Clinton tries to prevent race from splitting party ON POLITICS

JACK GERMOND & JULES WITCOVER

September 28, 1993|By JACK GERMOND & JULES WITCOVER

WASHINGTON — WASHINGTON--As a piece of political analysis, President Clinton's comments on the role of race in the New York City mayoral campaign could not be faulted. It has been clear from the outset that David Dinkins' chances of winning a second term were being severely compromised by the defections of white Democrats.

But, given his own political history, the president could not -- and did not -- fault Republican Rudolph Giuliani for playing off racial concerns in his contest with Dinkins that is now considered a dead-even race. Clinton himself did the same thing in his election to the White House a year ago.

Nobody has ever had any grounds to accuse the president of racism, not in his years as governor of Arkansas nor in his campaign and presidency. On the contrary, Clinton has an exemplary record on race issues and earned the support of many prominent black political leaders last year.

But one of the keys to establishing himself in 1992 as "a different kind of Democrat" was his success in touching a nerve with culturally conservative "Reagan Democrats" whose racial resentments are well established. Candidate Clinton did that with a single stroke when he used a meeting of Jesse Jackson's Rainbow Coalition in Washington as the occasion for sharp criticism of Sister Souljah, a black rap singer who had made some inflammatory remarks on race in the aftermath of the Los Angeles riots.

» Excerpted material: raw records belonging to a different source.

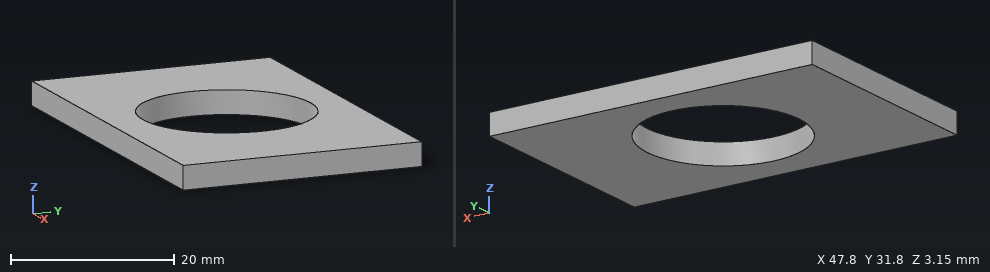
import cadquery as cq

length = 47.75
width = 31.75
thickness = 3.15
hole_diameter = 22.35

plate = cq.Workplane("XY").box(length, width, thickness)
result = plate.faces(">Z").workplane().hole(hole_diameter)
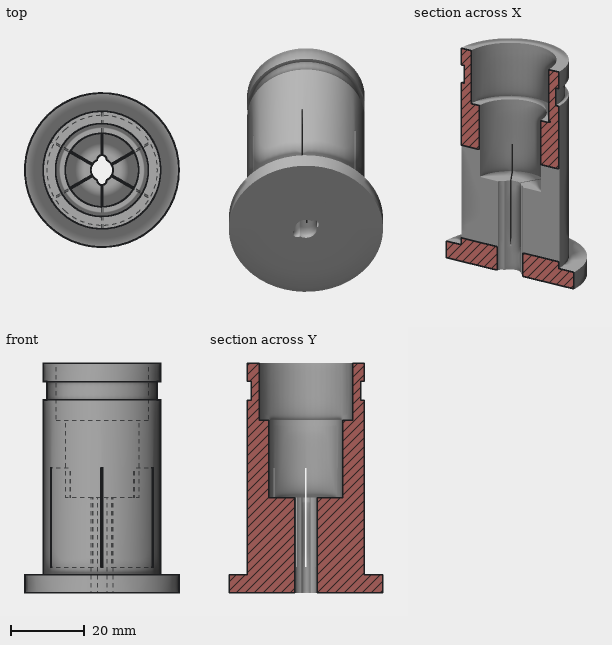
import cadquery as cq

total_height = 62.5
flange_radius = 21.0
flange_height = 5.0
sleeve_radius = 16.0

rim_height = 5.0
groove_height = 5.0
groove_radius = 15.0

upper_bore_radius = 12.65
upper_bore_depth = 15.5
lower_bore_radius = 10.0
bore_floor_z = 26.0

hole_radius = 3.0
relief_radius = 1.25
relief_offset = 2.8

slot_count = 6
slot_width = 0.4
slot_bottom_z = 7.0
slot_top_z = 34.0


def cylinder(radius, bottom_z, top_z, center_y=0.0):
    """Upright cylinder between two heights."""
    base = cq.Workplane("XY").workplane(offset=bottom_z)
    return base.center(0, center_y).circle(radius).extrude(top_z - bottom_z)


def outer_body():
    """Flanged sleeve with the groove turned into it."""
    flange = cylinder(flange_radius, 0, flange_height)
    sleeve = cylinder(sleeve_radius, 0, total_height)
    groove_top_z = total_height - rim_height
    groove_bottom_z = groove_top_z - groove_height
    groove_band = cylinder(sleeve_radius, groove_bottom_z, groove_top_z)
    groove = groove_band.cut(cylinder(groove_radius, groove_bottom_z, groove_top_z))
    return flange.union(sleeve).cut(groove)


def stepped_bore():
    """Wide upper bore that steps down to the narrower lower bore."""
    ledge_z = total_height - upper_bore_depth
    upper_bore = cylinder(upper_bore_radius, ledge_z, total_height)
    lower_bore = cylinder(lower_bore_radius, bore_floor_z, ledge_z)
    return upper_bore.union(lower_bore)


def center_hole():
    """Through hole widened by two opposite round reliefs."""
    hole = cylinder(hole_radius, 0, bore_floor_z)
    for side in (-1, 1):
        relief = cylinder(relief_radius, 0, bore_floor_z, side * relief_offset)
        hole = hole.union(relief)
    return hole


def radial_slots():
    """Thin slots running from the axis out through the sleeve, one along +Y."""
    slot_height = slot_top_z - slot_bottom_z
    slot = (
        cq.Workplane("XY")
        .workplane(offset=slot_bottom_z)
        .center(0, flange_radius / 2)
        .rect(slot_width, flange_radius)
        .extrude(slot_height)
    )
    slots = cq.Workplane("XY")
    for index in range(slot_count):
        angle = index * 360.0 / slot_count
        slots = slots.add(slot.rotate((0, 0, 0), (0, 0, 1), angle))
    return slots.combine()


result = outer_body().cut(stepped_bore()).cut(center_hole()).cut(radial_slots())
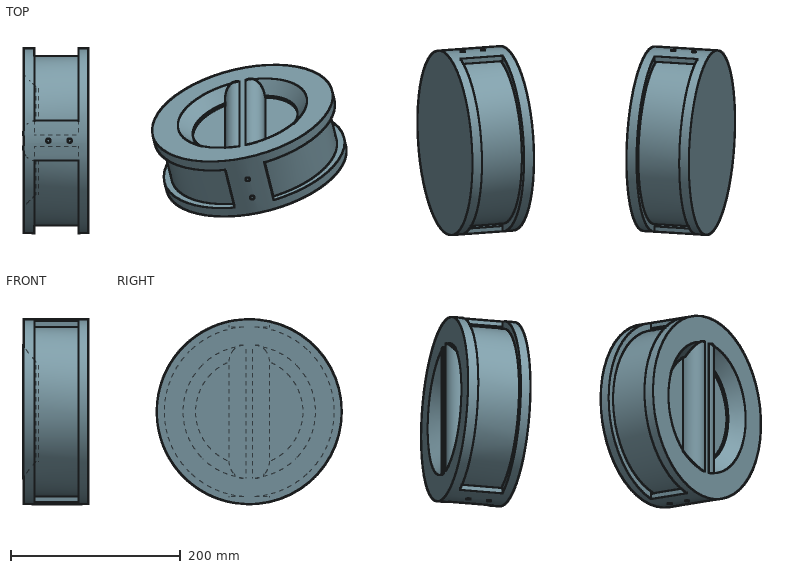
import cadquery as cq
import math

body_radius = 109.0
body_length = 76.0

inlet_flange = 12.5
recess_width = 51.9
recess_floor_radius = 100.0
land_half_width = 23.5
land_underside = 99.8

mouth_diameter = 155.9
throat_radius = 63.2
cone_depth = 14.5
throat_length = 2.8

web_half_width = 3.7
bar_side = 23.8
bar_rise = 0.7
bar_center_y = 8.7
bar_seat = 0.5

pin_diameter = 5.0
pin_recess_depth = 0.2
pin_positions = (29.0, 54.0)

mouth_radius = mouth_diameter / 2
plate_depth = cone_depth + throat_length
cone_slope = (mouth_radius - throat_radius) / cone_depth
bar_radius = bar_side - bar_center_y
bar_reach = mouth_radius + (bar_rise + bar_seat) * cone_slope
bar_center_x = bar_radius - bar_rise


def disc(radius, start, length):
    """Cylinder along X."""
    return cq.Workplane("YZ").workplane(offset=start).circle(radius).extrude(length)


def block(x_start, x_end, width, height):
    """Box centred on the X axis."""
    return cq.Workplane("YZ").workplane(offset=x_start).rect(width, height).extrude(x_end - x_start)


def make_body():
    """Round body with two rim recesses separated by lands at top and bottom."""
    recess_end = inlet_flange + recess_width
    ring = disc(body_radius, inlet_flange, recess_width).cut(
        disc(recess_floor_radius, inlet_flange, recess_width)
    )
    lands = block(inlet_flange, recess_end, 2 * land_half_width, 2 * body_radius).cut(
        block(inlet_flange, recess_end, 2 * land_half_width, 2 * land_underside)
    )
    return disc(body_radius, 0, body_length).cut(ring.cut(lands))


def make_inlet(overrun=0):
    """Conical mouth and short throat down to the flat plate; the overrun extends the cone outwards."""
    return (
        cq.Workplane("XY")
        .polyline(
            [
                (-overrun, 0),
                (-overrun, mouth_radius + overrun * cone_slope),
                (cone_depth, throat_radius),
                (plate_depth, throat_radius),
                (plate_depth, 0),
            ]
        )
        .close()
        .revolve(360, (0, 0, 0), (1, 0, 0))
    )


def make_bar():
    """Hinge bar on the +Y side: rounded towards the inlet, with a straight flank at the plate."""
    diagonal = bar_radius * math.sqrt(0.5)
    inner_x = bar_center_x - math.sqrt(bar_radius**2 - (bar_center_y - web_half_width) ** 2)
    return (
        cq.Workplane("XY")
        .workplane(offset=-bar_reach)
        .moveTo(plate_depth, web_half_width)
        .lineTo(inner_x, web_half_width)
        .threePointArc(
            (bar_center_x - diagonal, bar_center_y + diagonal),
            (bar_center_x, bar_side),
        )
        .lineTo(plate_depth, bar_side)
        .close()
        .extrude(2 * bar_reach)
        .intersect(make_inlet(bar_rise + bar_seat).translate((bar_seat, 0, 0)))
    )


def make_pin_recess(x, side):
    """Shallow pin recess in the top (side = 1) or bottom (side = -1) land."""
    return (
        cq.Workplane("XY")
        .workplane(offset=side * (body_radius - pin_recess_depth))
        .center(x, 0)
        .circle(pin_diameter / 2)
        .extrude(side * pin_recess_depth)
    )


bar = make_bar()
web = block(0, plate_depth, 2 * web_half_width, 2 * mouth_radius)

result = make_body().cut(make_inlet()).union(web).union(bar).union(bar.mirror("XZ"))
for x in pin_positions:
    for side in (1, -1):
        result = result.cut(make_pin_recess(x, side))
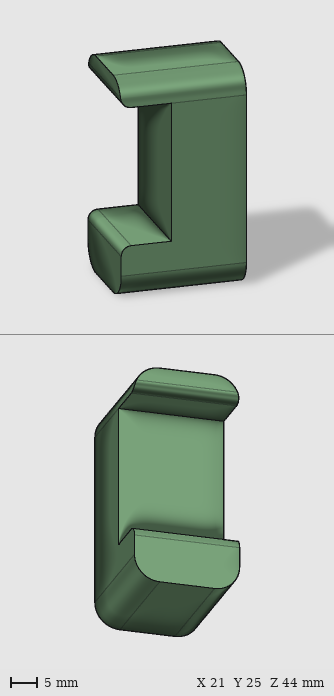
import cadquery as cq

width = 21.0
depth = 25.0
height = 44.0

web_thickness = 15.0
upper_arm_thickness = 5.0
lower_arm_thickness = 11.0
lip_radius = 2.0

corner_radius = 5.0

body = (
    cq.Workplane("XY")
    .box(width, depth, height)
    .edges("|Y")
    .fillet(corner_radius)
)

opening_depth = depth - web_thickness
opening_height = height - upper_arm_thickness - lower_arm_thickness
front_y = -depth / 2
opening_back_y = front_y + opening_depth
opening_bottom_z = -height / 2 + lower_arm_thickness
opening_top_z = opening_bottom_z + opening_height


def opening_profile():
    """Opening outline whose mouth flares out in a quarter round at each arm tip."""
    flare_start_y = front_y + lip_radius
    return (
        cq.Workplane("YZ", origin=(-width / 2, 0, 0))
        .moveTo(opening_back_y, opening_bottom_z)
        .lineTo(flare_start_y, opening_bottom_z)
        .radiusArc((front_y, opening_bottom_z - lip_radius), -lip_radius)
        .lineTo(front_y, opening_top_z + lip_radius)
        .radiusArc((flare_start_y, opening_top_z), -lip_radius)
        .lineTo(opening_back_y, opening_top_z)
        .close()
    )


result = body.cut(opening_profile().extrude(width))
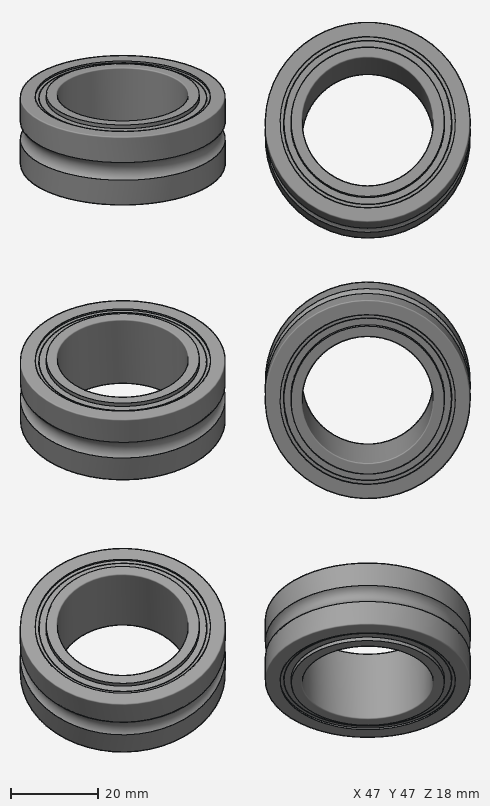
import cadquery as cq

outer_radius = 23.5
inner_ring_height = 18.0
inner_ring_radius = 17.55
bore_radius = 15.0
inner_ring_step = 0.45
edge_round = 0.3

groove_width = 4.4
groove_depth = 1.18

counterbore_radius = 20.05
retainer_inner_radius = 19.25
ring_recess = 0.4
end_ring_thickness = 1.4
seal_gap = 0.1

outer_ring_height = inner_ring_height - 2 * inner_ring_step
end_ring_top = outer_ring_height / 2 - ring_recess
end_ring_bottom = end_ring_top - end_ring_thickness
counterbore_depth = ring_recess + end_ring_thickness
seal_outer_radius = retainer_inner_radius - seal_gap
seal_inner_radius = inner_ring_radius + seal_gap
groove_half_width = groove_width / 2
groove_arc_radius = (groove_half_width**2 + groove_depth**2) / (2 * groove_depth)


def make_ring(radius, hole_radius, bottom, height):
    """A plain ring about Z, standing on the level `bottom`."""
    return cq.Workplane("XY").workplane(offset=bottom).circle(radius).circle(hole_radius).extrude(height)


def make_groove_cutter():
    """A torus whose tube cuts the arc-shaped groove around the outer ring."""
    tube_centre_radius = outer_radius - groove_depth + groove_arc_radius
    return cq.Workplane("XY").add(cq.Solid.makeTorus(tube_centre_radius, groove_arc_radius))


def make_outer_ring():
    """Grooved outer ring with a counterbore at each end for the retainers."""
    half_height = outer_ring_height / 2
    ring = make_ring(outer_radius, retainer_inner_radius, -half_height, outer_ring_height)
    ring = ring.faces("<Z or >Z").edges(cq.selectors.RadiusNthSelector(-1)).fillet(edge_round)
    for bottom in (-half_height, half_height - counterbore_depth):
        ring = ring.cut(make_ring(counterbore_radius, retainer_inner_radius, bottom, counterbore_depth))
    return ring.cut(make_groove_cutter())


def make_inner_ring():
    """Plain inner ring with rounded bore edges."""
    ring = make_ring(inner_ring_radius, bore_radius, -inner_ring_height / 2, inner_ring_height)
    return ring.faces("<Z or >Z").edges(cq.selectors.RadiusNthSelector(0)).fillet(edge_round)


def make_retainer(bottom):
    """Retaining ring seated in a counterbore of the outer ring."""
    return make_ring(counterbore_radius, retainer_inner_radius, bottom, end_ring_thickness)


def make_seal(bottom):
    """Seal ring standing clear of the retainer and the inner ring."""
    return make_ring(seal_outer_radius, seal_inner_radius, bottom, end_ring_thickness)


outer_ring = make_outer_ring()
inner_ring = make_inner_ring()

retainers = []
seals = []
for end_bottom in (-end_ring_top, end_ring_bottom):
    retainers.append(make_retainer(end_bottom).val())
    seals.append(make_seal(end_bottom).val())

result = cq.Compound.makeCompound([outer_ring.solids().val(), inner_ring.solids().val(), *retainers, *seals])

After the fact, the president denied it was his intention to affront Jackson in such a public way. But, whether or not it was intentional, the effect was to send a message to those working-class white voters that this was a Democratic nominee who would not be pushed around by the civil rights leader as those voters believed was the case with both Walter F. Mondale in 1984 and Michael Dukakis in 1988.

Campaigning for Dinkins in New York, Clinton raised the issue in relatively benign terms. Discussing the political problems facing the Democratic incumbent, he said, "Too many of us are still too unwilling to vote for people who are different than we are." With too many voters, he said, there is a "deep-seated reluctance we have against all our best judgments to reach out to people who look differently."

The issue, the president said, "is not as simple as overt racism. It's this inability to take that sort of leap of faith and believe that people who look different than we are really are more like us" than some of the same race.

Clinton could not have chosen a campaign in which race is a more significant factor. Dinkins is in political peril largely because of defections of traditionally liberal white voters, most often Jewish Democrats, who believe Dinkins was slow to act against LTC blacks rioting in the Crown Heights section of Brooklyn two years ago and then against blacks threatening Korean storekeepers. And the campaign is centering almost every day on some remark or action from one campaign or the other that the opposition quickly depicts as racism.

But racial resentment is a factor in almost every election involving black candidates and in many cities and states where there is a large black population even if all the candidates are white. Moreover, this pattern has become even more pronounced with the increasing focus on crime in the streets, which white voters tend to view in racial terms. In New York this fall, the preoccupation with crime has become almost an obsession in many neighborhoods, with the result that many traditional liberal Democrats are deserting their party.

Dinkins' problems as a mayor seeking re-election are not all race-related, of course. The condition of the economy in the city has created a difficult context for an incumbent. And the mayor has never been conspicuously skilled at making his own case in a forceful way.

But if Dinkins were white, the political equation might be different. Although he might not be getting the 90 percent-plus share of the black vote now shown in the opinion polls, neither would he be winning only one-fourth of the support of Jewish Democrats.

It was to these likely defectors that Clinton was talking when he campaigned for Dinkins over the weekend. But the message would apply in many communities.